1. Field of the Invention
This invention relates to a mechanism for creating dependency free code and more particularly to such a mechanism for employment with a plurality of concurrent processing elements.
2. Description of the Prior Art
Most computers today are still of the van Neumann type that are driven by or execute imperative languages which are sequential in nature. Furthermore, such sequential languages contain many dependencies between the instructions so that individual instructions cannot be executed out of order. For example, consider the sequence EQU C:=Fn(A,B) EQU D:=Fn+i(C,E).
The two functions Fn and Fn+i are said to be logically dependent since the result of function Fn is used as an input to the next function Fn+i.
A further disadvantage of sequential languages is that when sequences or loops are repeated, there is a redundancy in memory fetches and code processing which, if removed, would increase the throughput of the processor.
One manner in which the throughput of a processing system has been increased has been by employing a plurality of processors in a multiprocessing mode. However, the individual processors still must execute instructions in sequence and the only concurrency that exists is when the respective processors are executing different segments of a program or entirely different programs. Such multiprocessing systems are disclosed for example, in Mott et al., U.S. Pat. No. 3,319,226 and Anderson et al., U.S. Pat. No. 3,419,849.
Still another attempt at increasing throughput has been the employment of pipelining wherein the various subfunctions of an instruction execution are overlapped. That is to say, each instruction requires an instruction processing step, a reference processing step and an execution processing step. By overlapping these steps with successive instructions, an instruction execution can be done each clock time thereby increasing the processor's throughput.
All of these methods for increasing throughput are designed for sequential instruction execution because of the logical dependency between instructions as was indicated above. Because of the logical dependency, true concurrent processing cannot be achieved wherein the various instructions could be executed independently of each other so as to readily accommodate processing by a cluster or multiple of processing elements.

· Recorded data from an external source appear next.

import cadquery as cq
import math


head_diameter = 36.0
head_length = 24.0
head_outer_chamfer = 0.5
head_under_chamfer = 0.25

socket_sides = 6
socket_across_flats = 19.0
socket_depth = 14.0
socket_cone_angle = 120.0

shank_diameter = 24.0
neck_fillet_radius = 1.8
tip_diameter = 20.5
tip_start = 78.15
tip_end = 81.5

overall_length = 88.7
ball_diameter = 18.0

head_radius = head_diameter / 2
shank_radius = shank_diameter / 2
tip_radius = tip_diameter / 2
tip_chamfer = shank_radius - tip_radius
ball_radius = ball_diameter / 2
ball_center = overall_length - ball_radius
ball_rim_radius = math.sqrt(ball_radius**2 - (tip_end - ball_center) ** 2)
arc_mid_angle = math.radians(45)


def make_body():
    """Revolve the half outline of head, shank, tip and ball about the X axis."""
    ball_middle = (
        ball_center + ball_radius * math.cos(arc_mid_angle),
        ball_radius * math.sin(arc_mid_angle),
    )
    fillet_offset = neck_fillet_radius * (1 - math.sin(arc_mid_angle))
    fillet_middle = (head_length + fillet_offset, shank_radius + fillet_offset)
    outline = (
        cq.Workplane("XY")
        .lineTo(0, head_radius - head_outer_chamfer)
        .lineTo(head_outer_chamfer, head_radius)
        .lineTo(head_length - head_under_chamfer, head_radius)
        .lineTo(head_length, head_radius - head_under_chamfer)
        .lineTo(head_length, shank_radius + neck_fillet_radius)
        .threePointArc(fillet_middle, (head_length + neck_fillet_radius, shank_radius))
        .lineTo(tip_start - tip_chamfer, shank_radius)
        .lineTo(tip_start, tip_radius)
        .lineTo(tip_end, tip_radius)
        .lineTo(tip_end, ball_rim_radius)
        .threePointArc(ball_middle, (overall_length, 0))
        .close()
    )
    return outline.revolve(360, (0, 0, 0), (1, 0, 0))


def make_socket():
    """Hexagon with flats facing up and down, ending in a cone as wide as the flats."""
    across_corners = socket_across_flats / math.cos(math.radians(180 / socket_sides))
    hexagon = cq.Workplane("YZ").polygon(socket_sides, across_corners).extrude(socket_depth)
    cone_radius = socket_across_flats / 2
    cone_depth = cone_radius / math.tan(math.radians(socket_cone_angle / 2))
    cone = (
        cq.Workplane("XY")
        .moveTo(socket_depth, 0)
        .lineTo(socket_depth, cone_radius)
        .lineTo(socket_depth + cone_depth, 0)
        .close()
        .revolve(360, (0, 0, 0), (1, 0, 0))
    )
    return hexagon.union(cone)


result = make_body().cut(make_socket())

Applicative languages differ from imperative languages in that the respective statements are by nature independent of one another and thus can be implemented concurrently by a network of processing elements designed to reduce such applicative statements. An example of such applicative language processors is given in the Bolton et al. patent application U.S. Ser. No. 281,064 and the Hagenmaier et al. patent application, U.S. Ser. No. 281,065, both of which were filed July 7, 1981 and assigned to the assignee of the present application. Such applicative languages differ from imperative languages in that they are, by design, not sequential in the von Neumann sense. However, most of the program libraries that are employed today have been written in imperative languages and any update or future generations of data processing systems which are to employ those libraries must be adapted to execute imperative languages.
One manner in which throughput can be increased is to recognize segments of the object code which do not depend upon results of previous operations and to form these segments into independent sequences or queues which then can be processed concurrently by a plurality of processing elements. This of course, requires the management of operands in such a manner that an operation can be performed on an operand without destroying its original value as it exists in the memory. Different symbolic names can be assigned to reference a given data item for this purpose. In turn, the formation of such queues of code or symbols further accommodate concurrent processing by the processing units.
It is then an object of the present invention for providing an improved mechanism for creating dependency free instruction code.
It is another object of the present invention to provide dependency free instruction code for execution by multiple processing elements.
It is still another object of the present invention to provide an improved mechanism to supply dependency free instruction code to a plurality of processing elements in a concurrent manner.
It is still further object of the present invention to provide a mechanism for creating an instruction code that is free of redundant memory fetches and which code is of such nature that it does not have to be reprocessed for the processing of sequences of such code.